These are not little things they are big betrayals. He needs to stop all of his on line stuff, its just wrong for a married man. What he did with your picture, taking it without you knowing and posting it on line is probably even illegal. You need to decide what your position is and what your boundaries are and state them to him clearly. He will then need to choose you or his on line stuff. 
He isn't being faithful. Are you prepared to stand up to him about this stuff?


----------



## NobodySpecial

I get disrespected. DH did this once. I was pissed. Like smoke coming out of my ears, spit flying from my mouth PISSED. For us, this was actually a one off brain fart of particularly big proportions. It does not sound like this for you and your husband. Your husband doesn't "get" that his fantasy land sexting and EA BS is ... not ok. If it were me, and I were inclined to work on the marriage, I would make marriage counseling a requirement. In my opinion, if you are anything but firm that this is a DEAL BREAKER, he will waffle, hedge, minimize, lie ...

Sucky.
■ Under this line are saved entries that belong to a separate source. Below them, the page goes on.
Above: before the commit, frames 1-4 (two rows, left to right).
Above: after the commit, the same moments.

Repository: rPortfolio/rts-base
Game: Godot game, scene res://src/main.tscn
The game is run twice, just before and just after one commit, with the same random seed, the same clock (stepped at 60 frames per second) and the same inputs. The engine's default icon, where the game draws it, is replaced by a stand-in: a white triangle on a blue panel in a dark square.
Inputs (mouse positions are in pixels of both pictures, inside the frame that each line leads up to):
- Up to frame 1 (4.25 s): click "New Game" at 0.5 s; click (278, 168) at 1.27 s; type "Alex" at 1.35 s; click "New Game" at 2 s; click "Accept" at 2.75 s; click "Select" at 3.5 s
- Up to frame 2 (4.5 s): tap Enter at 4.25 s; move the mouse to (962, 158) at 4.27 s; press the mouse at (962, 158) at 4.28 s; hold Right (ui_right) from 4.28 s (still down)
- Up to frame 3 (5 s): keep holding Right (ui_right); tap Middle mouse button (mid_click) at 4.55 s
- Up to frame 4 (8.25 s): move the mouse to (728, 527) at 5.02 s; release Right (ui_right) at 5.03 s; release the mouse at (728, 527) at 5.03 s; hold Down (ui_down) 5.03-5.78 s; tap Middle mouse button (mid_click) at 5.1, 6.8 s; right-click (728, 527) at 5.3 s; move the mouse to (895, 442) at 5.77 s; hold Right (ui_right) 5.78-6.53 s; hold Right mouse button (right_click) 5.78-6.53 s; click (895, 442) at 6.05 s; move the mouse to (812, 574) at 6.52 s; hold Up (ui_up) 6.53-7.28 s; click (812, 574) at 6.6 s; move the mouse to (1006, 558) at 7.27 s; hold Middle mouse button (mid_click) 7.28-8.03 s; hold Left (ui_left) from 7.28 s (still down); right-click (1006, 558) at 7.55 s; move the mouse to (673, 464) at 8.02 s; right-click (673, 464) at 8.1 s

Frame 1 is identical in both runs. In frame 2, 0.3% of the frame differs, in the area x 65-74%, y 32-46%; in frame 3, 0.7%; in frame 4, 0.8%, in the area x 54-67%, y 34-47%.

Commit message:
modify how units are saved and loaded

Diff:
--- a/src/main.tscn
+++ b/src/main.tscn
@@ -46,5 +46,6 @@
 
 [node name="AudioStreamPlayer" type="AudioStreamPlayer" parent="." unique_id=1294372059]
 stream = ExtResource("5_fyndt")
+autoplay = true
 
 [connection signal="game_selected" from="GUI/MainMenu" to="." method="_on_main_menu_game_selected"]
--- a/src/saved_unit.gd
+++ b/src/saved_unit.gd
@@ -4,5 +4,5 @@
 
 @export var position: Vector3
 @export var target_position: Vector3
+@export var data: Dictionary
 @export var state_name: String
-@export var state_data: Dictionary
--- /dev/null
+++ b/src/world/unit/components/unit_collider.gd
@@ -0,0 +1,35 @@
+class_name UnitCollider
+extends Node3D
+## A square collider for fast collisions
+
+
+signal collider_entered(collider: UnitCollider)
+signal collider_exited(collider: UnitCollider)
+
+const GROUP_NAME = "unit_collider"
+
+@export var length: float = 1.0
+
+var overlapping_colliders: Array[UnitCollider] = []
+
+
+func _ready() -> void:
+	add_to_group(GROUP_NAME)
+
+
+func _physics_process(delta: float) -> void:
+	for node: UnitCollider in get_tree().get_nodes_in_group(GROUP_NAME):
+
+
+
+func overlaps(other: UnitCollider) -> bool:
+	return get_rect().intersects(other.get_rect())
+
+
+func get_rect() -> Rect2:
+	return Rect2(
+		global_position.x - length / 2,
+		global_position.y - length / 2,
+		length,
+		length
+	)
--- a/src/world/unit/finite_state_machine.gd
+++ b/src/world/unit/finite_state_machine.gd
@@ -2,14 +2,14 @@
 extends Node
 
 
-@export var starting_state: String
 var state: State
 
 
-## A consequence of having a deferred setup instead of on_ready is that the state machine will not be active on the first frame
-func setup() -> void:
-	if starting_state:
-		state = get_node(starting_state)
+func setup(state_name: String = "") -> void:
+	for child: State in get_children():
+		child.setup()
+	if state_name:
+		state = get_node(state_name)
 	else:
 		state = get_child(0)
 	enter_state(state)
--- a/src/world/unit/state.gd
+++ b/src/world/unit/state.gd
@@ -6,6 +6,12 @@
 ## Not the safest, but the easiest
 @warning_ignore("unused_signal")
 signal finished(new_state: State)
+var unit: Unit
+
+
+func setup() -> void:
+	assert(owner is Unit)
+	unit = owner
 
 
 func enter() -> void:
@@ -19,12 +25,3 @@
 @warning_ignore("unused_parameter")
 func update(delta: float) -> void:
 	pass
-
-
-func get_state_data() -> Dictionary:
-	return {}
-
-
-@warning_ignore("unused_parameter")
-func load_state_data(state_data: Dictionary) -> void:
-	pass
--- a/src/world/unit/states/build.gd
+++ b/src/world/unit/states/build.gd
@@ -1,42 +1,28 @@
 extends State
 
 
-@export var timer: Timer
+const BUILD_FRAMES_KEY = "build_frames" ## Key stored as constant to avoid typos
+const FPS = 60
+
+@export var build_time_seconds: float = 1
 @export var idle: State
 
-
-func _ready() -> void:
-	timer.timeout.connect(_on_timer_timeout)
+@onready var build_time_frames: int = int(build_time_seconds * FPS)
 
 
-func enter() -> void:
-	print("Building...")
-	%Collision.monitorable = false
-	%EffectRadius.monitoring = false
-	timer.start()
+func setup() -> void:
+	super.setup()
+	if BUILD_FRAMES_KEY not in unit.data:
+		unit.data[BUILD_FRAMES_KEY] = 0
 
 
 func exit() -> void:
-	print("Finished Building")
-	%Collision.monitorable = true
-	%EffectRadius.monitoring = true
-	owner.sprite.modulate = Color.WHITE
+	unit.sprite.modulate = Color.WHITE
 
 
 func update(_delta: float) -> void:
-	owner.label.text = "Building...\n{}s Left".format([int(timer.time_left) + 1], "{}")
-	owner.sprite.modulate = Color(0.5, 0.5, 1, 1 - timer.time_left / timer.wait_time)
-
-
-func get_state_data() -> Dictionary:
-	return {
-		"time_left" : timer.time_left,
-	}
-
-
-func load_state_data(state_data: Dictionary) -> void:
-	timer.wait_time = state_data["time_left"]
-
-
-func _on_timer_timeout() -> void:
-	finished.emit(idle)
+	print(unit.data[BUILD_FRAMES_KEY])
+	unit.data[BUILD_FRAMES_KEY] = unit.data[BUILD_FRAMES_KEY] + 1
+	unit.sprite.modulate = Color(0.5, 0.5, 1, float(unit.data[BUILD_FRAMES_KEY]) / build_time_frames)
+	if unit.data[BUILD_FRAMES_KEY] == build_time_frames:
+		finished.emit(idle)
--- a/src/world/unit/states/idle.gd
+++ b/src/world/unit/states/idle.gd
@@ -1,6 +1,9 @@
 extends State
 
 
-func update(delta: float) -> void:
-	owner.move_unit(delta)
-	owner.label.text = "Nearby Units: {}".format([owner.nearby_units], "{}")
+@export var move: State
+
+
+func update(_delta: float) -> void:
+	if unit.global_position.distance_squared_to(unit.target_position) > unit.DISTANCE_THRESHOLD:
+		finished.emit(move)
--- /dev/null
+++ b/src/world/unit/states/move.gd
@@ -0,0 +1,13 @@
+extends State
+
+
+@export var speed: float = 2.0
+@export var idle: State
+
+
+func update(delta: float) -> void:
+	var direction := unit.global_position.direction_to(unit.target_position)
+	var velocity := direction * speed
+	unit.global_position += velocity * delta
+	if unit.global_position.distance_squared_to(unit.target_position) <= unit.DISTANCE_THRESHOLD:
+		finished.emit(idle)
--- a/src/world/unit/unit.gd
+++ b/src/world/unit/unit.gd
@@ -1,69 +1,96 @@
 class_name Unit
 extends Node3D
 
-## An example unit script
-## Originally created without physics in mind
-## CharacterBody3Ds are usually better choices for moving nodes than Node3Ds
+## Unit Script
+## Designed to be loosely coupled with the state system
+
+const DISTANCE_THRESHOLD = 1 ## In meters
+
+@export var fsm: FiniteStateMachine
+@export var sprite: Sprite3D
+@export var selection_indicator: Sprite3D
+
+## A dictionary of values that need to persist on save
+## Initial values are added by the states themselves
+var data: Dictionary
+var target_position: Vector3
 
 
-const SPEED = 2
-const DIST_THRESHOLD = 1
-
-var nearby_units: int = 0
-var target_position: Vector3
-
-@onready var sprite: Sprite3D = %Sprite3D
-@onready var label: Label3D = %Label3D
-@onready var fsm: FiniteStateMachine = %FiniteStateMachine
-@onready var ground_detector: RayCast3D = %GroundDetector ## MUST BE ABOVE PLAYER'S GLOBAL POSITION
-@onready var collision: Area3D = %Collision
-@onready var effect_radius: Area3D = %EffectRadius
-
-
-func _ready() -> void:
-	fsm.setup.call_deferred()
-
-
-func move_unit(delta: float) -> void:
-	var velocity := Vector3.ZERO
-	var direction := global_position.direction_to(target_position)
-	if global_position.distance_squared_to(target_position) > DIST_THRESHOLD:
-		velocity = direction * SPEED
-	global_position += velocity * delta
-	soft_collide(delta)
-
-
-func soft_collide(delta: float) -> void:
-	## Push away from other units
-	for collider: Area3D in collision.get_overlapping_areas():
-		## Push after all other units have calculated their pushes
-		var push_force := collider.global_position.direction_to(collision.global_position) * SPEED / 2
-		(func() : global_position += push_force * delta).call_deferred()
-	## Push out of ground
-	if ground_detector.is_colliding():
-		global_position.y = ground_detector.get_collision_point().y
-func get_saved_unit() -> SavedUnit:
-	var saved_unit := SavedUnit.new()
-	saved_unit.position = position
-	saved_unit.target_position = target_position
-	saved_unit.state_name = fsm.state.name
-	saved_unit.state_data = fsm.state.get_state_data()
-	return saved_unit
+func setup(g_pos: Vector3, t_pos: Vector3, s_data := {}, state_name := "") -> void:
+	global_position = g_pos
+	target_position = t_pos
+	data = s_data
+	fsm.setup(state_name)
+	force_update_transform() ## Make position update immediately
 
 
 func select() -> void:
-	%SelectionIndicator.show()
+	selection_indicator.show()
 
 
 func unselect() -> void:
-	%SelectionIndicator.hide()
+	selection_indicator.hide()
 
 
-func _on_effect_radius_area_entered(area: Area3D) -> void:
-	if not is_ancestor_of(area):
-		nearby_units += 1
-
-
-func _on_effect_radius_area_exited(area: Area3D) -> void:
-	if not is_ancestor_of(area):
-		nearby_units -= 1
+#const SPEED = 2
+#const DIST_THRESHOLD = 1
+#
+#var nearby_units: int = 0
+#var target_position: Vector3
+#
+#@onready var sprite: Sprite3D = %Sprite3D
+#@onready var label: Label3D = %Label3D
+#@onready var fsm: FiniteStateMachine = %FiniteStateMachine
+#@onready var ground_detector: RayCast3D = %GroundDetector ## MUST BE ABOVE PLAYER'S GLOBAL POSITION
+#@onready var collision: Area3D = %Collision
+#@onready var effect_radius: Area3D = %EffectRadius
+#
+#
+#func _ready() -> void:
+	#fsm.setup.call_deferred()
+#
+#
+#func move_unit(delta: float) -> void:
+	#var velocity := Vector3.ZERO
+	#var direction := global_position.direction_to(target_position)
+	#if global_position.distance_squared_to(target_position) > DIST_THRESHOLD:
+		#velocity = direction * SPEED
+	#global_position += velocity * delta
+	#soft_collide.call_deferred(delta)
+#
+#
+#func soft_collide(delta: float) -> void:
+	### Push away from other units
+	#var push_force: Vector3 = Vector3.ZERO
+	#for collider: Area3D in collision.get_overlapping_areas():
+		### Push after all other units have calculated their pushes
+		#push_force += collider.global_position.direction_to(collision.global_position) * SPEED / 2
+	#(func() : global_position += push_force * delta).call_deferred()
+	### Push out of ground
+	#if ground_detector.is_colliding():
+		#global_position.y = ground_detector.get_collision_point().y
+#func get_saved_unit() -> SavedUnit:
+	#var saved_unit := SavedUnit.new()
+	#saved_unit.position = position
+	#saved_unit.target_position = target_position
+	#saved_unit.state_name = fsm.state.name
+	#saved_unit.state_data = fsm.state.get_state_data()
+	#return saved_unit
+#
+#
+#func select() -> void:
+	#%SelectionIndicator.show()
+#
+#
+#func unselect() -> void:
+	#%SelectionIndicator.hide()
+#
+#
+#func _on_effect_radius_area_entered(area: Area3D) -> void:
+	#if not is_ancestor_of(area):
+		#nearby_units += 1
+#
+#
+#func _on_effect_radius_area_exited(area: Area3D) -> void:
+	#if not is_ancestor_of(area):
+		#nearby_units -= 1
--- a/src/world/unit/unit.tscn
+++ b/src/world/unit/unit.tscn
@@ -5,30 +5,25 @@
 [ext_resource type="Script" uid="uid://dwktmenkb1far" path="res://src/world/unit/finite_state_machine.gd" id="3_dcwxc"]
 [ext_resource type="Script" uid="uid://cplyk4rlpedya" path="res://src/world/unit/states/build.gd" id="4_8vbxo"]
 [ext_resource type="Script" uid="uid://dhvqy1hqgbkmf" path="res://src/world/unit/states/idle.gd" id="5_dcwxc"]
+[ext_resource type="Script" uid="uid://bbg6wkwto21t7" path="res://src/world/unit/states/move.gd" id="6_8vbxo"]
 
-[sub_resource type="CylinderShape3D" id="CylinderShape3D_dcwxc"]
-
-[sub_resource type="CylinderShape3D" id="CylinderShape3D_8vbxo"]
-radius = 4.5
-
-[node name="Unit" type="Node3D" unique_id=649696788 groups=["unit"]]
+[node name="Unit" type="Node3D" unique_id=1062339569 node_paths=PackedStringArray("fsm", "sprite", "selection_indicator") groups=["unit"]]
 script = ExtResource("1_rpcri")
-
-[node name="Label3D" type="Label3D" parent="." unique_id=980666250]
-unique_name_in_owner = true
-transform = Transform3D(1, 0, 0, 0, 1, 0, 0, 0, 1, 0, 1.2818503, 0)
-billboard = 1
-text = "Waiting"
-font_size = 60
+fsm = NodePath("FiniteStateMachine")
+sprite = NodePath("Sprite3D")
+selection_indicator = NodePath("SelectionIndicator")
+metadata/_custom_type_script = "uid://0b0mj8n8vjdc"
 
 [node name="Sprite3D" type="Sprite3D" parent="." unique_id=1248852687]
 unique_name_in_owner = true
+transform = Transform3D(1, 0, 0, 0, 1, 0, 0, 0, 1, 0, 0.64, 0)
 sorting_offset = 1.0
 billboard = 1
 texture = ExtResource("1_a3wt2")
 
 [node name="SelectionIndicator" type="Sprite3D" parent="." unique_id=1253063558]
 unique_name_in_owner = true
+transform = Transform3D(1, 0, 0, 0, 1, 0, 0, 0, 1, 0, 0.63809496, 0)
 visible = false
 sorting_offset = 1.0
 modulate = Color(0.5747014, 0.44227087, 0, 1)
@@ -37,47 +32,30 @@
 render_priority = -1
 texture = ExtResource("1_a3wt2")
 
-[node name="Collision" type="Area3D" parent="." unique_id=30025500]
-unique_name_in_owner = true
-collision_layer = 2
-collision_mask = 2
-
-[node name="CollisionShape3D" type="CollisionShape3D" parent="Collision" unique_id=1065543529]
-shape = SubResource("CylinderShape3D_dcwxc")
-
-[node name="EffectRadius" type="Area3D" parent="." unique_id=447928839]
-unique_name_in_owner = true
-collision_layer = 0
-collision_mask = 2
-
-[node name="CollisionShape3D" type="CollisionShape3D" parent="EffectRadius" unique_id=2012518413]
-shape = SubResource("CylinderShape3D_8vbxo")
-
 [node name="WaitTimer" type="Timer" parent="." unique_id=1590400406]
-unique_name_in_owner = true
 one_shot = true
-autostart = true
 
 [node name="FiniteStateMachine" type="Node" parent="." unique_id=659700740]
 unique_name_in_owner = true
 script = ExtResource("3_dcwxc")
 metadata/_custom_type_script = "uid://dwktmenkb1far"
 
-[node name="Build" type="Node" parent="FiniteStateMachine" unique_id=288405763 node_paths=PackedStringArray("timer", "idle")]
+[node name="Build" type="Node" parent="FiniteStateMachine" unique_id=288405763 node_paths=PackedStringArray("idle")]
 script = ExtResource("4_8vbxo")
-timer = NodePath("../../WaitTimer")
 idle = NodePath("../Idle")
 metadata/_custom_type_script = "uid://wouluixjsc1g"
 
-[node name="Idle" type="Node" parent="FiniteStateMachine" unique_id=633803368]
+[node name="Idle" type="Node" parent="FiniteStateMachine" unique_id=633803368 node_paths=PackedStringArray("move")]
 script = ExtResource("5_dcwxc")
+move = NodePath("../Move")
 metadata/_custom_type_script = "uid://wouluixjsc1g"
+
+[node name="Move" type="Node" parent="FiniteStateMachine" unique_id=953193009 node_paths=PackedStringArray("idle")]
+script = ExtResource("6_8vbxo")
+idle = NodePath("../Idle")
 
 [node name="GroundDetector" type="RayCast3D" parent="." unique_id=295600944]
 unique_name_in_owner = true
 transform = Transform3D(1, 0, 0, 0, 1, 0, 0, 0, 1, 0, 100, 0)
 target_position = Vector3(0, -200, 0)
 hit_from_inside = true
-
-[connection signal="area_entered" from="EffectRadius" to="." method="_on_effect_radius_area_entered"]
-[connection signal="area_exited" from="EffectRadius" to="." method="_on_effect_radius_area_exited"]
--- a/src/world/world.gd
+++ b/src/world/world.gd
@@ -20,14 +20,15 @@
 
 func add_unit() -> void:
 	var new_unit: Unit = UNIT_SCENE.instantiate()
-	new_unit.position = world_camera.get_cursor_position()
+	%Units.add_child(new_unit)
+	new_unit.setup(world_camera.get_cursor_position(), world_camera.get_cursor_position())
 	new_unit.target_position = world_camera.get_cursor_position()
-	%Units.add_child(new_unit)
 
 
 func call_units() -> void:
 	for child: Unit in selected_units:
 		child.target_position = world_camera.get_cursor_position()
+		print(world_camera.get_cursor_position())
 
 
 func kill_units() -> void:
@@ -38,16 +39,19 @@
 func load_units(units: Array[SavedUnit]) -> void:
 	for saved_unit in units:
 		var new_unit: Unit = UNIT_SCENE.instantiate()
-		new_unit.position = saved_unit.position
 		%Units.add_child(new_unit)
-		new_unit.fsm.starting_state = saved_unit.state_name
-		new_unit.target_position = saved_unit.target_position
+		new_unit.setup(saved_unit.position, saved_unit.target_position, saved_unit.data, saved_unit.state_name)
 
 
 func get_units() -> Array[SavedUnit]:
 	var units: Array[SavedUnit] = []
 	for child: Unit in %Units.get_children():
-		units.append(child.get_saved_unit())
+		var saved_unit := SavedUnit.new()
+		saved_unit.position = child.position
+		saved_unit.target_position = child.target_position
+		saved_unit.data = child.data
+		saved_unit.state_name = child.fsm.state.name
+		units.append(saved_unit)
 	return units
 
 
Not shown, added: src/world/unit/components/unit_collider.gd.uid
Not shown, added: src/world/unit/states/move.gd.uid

Sorry you are going through this.


----------



## 3Xnocharm

Very much so a huge betrayal and total disrespect! Your husband's online activities are completely out of line, and no, you should NOT be tolerating any of this. The emotional affair with his boss was cheating. His sending pics to another woman was cheating. His taking and sending a pic without your consent I believe is ILLEGAL. These would be dealbreakers for me, personally, and it sounds to me like they are for you too, you just arent sure what to do with it. You need to set boundaries and be prepared to follow through with ending things if those boundaries are crossed. Marriage counseling and keeping him off the internet should be required at minimum for you to stay in this. You COULD leave the choice up to him... "husband, if you wish to continue your online activities, I am not going to try and control you or stop you..you can proceed, just not with me in your life." Then you need to be prepared to follow through with ending it, otherwise he knows you are just blowing hot air, and none of this is going to change. This way you arent telling him what to do, just letting him know the consequence of his choice. 

I am so sorry you are dealing with this, I am constantly amazed at how ignorant people can be about how wrong and hurtful their online activities can be.


----------



## MattMatt

Your husband is a pervert. Why are you married to a pervert?
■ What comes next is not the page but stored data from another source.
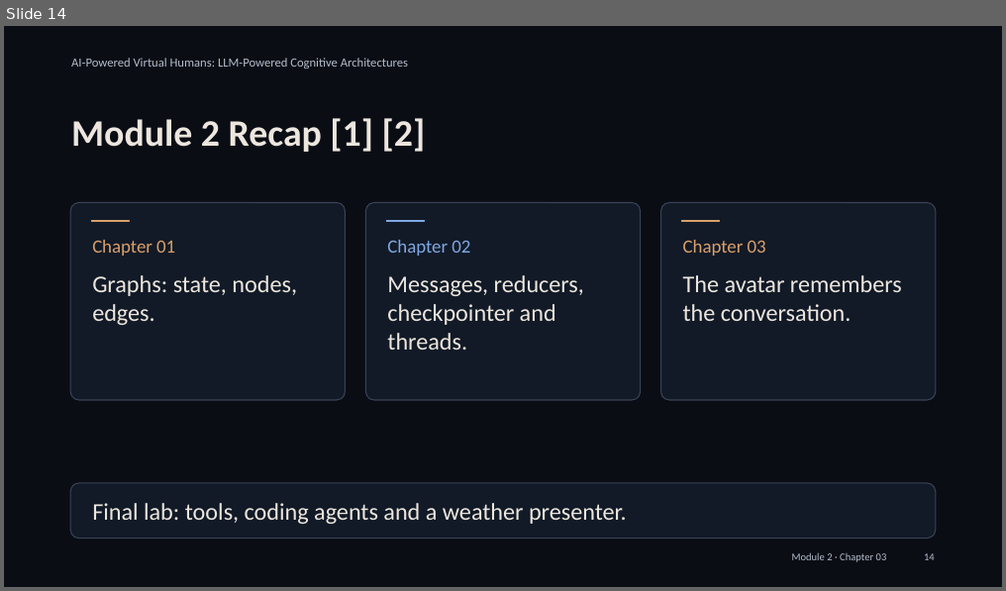
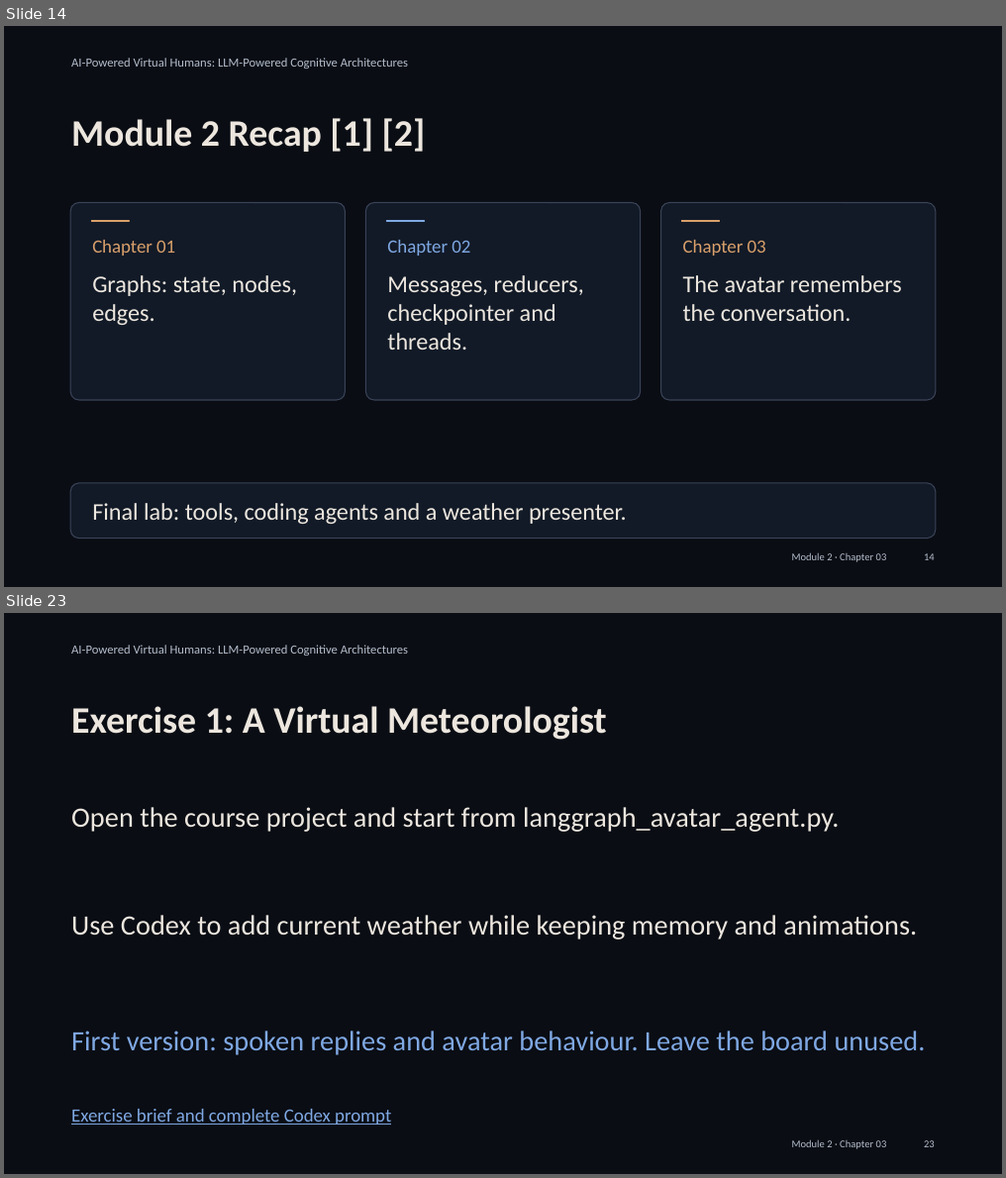
Before and after one commit to alessandropec/virtual-humans-cognitive-architectures, a slide deck: virtual_human_course/Module_2/Chapter_03/Slides/Module_2_Chapter_03_Integration_with_the_Virtual_Human.pptx. Shown one above the other, each under a label of ours: slide 14 before the commit, slides 14 and 23 after it; the slides between them are not shown. The pictures are 1006x591 and 1006x1178 pixels, drawn with LibreOffice and Linux fonts; fonts in the diff are those of the drawing. Boxes give left, top, right and bottom in pixels: in the first picture for what was removed or moved away, otherwise in the second. Text is boxed around its words. In the diff, an @@ line names an element or a change of style, - is before the commit and + after.

Commit message:
Simplify tool lesson and split coding-agent exercises into game, weather and whiteboard

```diff
--- a/virtual_human_course/Module_2/Chapter_03/Slides/Module_2_Chapter_03_Integration_with_the_Virtual_Human.pptx
+++ b/virtual_human_course/Module_2/Chapter_03/Slides/Module_2_Chapter_03_Integration_with_the_Virtual_Human.pptx
@@ slide 23 added at [4,613,1002,1174], background #0A0D14 @@
@@ text added at [71,645,408,656], 9 pt, text #B4BDCB @@
+AI-Powered Virtual Humans: LLM-Powered Cognitive Architectures
@@ text added at [71,706,607,740], 27 pt, text #ECE6DE, bold @@
+Exercise 1: A Virtual Meteorologist
@@ text added at [71,807,839,832], 20.2 pt, text #ECE6DE @@
+Open the course project and start from langgraph_avatar_agent.py.
@@ text added at [71,915,917,940], 20.2 pt, text #ECE6DE @@
+Use Codex to add current weather while keeping memory and animations.
@@ text added at [71,1031,926,1056], 20.2 pt, text #7FA8E3 @@
+First version: spoken replies and avatar behaviour. Leave the board unused.
@@ text added at [71,1109,391,1125], 13.5 pt, text #7FA8E3, underline @@
+Exercise brief and complete Codex prompt
@@ text added at [792,1140,887,1150], 7.5 pt, text #B4BDCB @@
+Module 2 · Chapter 03
@@ text added at [924,1141,935,1148], 7.5 pt, text #B4BDCB @@
+23
```
Also in this commit, not shown: 7 slides changed, 8 other slides added, 8 slides removed, 3 other files.

And he is cheating on you.


----------



## BioFury

MattMatt said:


> Your husband is a pervert. Why are you married to a pervert?
> 
> And he is cheating on you.


Perverts are the best people to be married to >

But yeah, he's gone off the deep end. OP, you need to stop tolerating this kind of behavior. You sound as though you've treated all that's happened as "no big deal". Why? It's not ok for your husband to be sexting other women, or sharing nude photos of himself, or you. Especially without your permission.

How are you not hulk-smashingly angry?


----------



## Ragnar Ragnasson

At 38yrs old, being among the first generations the internet and social media being a normal and just another utility, like cable TV, is perhaps one of the reasons you aren't more mad and upset.

And accept that H being on websites where pictures are exchanged without drawing a hard lune.

Being in IT since I was 20, although I'm 56, the internet has always been just another thing to me, and nothing mysterious or "new", which makes it easier to say, don't freak out when others do, it's just a normal thing.

I say all this to say:

Young people today get too comfortable with the loss of privacy and increased chances for negative results when too much is shared.

You and H are in the gray area if that, it may seem like a normal thing to be on those sites, but with a deeper look, it isn't normal unless both spouses fully have embraced it beforehand. 

Even then it's not typical of a M couple. 

Deeper still; for a M man, it's disrespectful to his W, and more so if you already shared it's something you would prefer he not do.

It's ok to be mad, upset, and feel disrespected, and more, especially since he one upped himself and put a panty pic if you out there without your approval. 

Combined with a 20yr marriage he exacerbates the possibility of him scratching an itch he's feeling if in any right or mistakenly feels he's not getting his emotional needs met at home.

It's normal for marriages to have spouses have to rejuvenate things, good husbands and wive's look to each other to keep the spark alive. 

The more comfortable a young couple feels with online outlets because they've been exposed to it all their lives the deeper into sometimes harmful online activities an SO can get.

H needs to return his focus to you, and activities you both agree is ok, and both want to do.

Imho you should be more angry than you're letting on.

Not an impossible or insurmountable problem. This can work out.

Best,


----------



## uhtred

Really not OK at all. Nothing wrong with people sharing their *own* pictures but what he did is wrong and probably illegal.


----------



## wilson

Do you know how he secretly took your picture? You should not assume that picture was the first and only picture he's taken. I'm guessing it's just the only picture you know about.


----------



## Vinnydee

Your husband has a problem and sounds immature. You need to decide if you want to stay married to him or not. Adults rarely change, they just get better at hiding what they do.


----------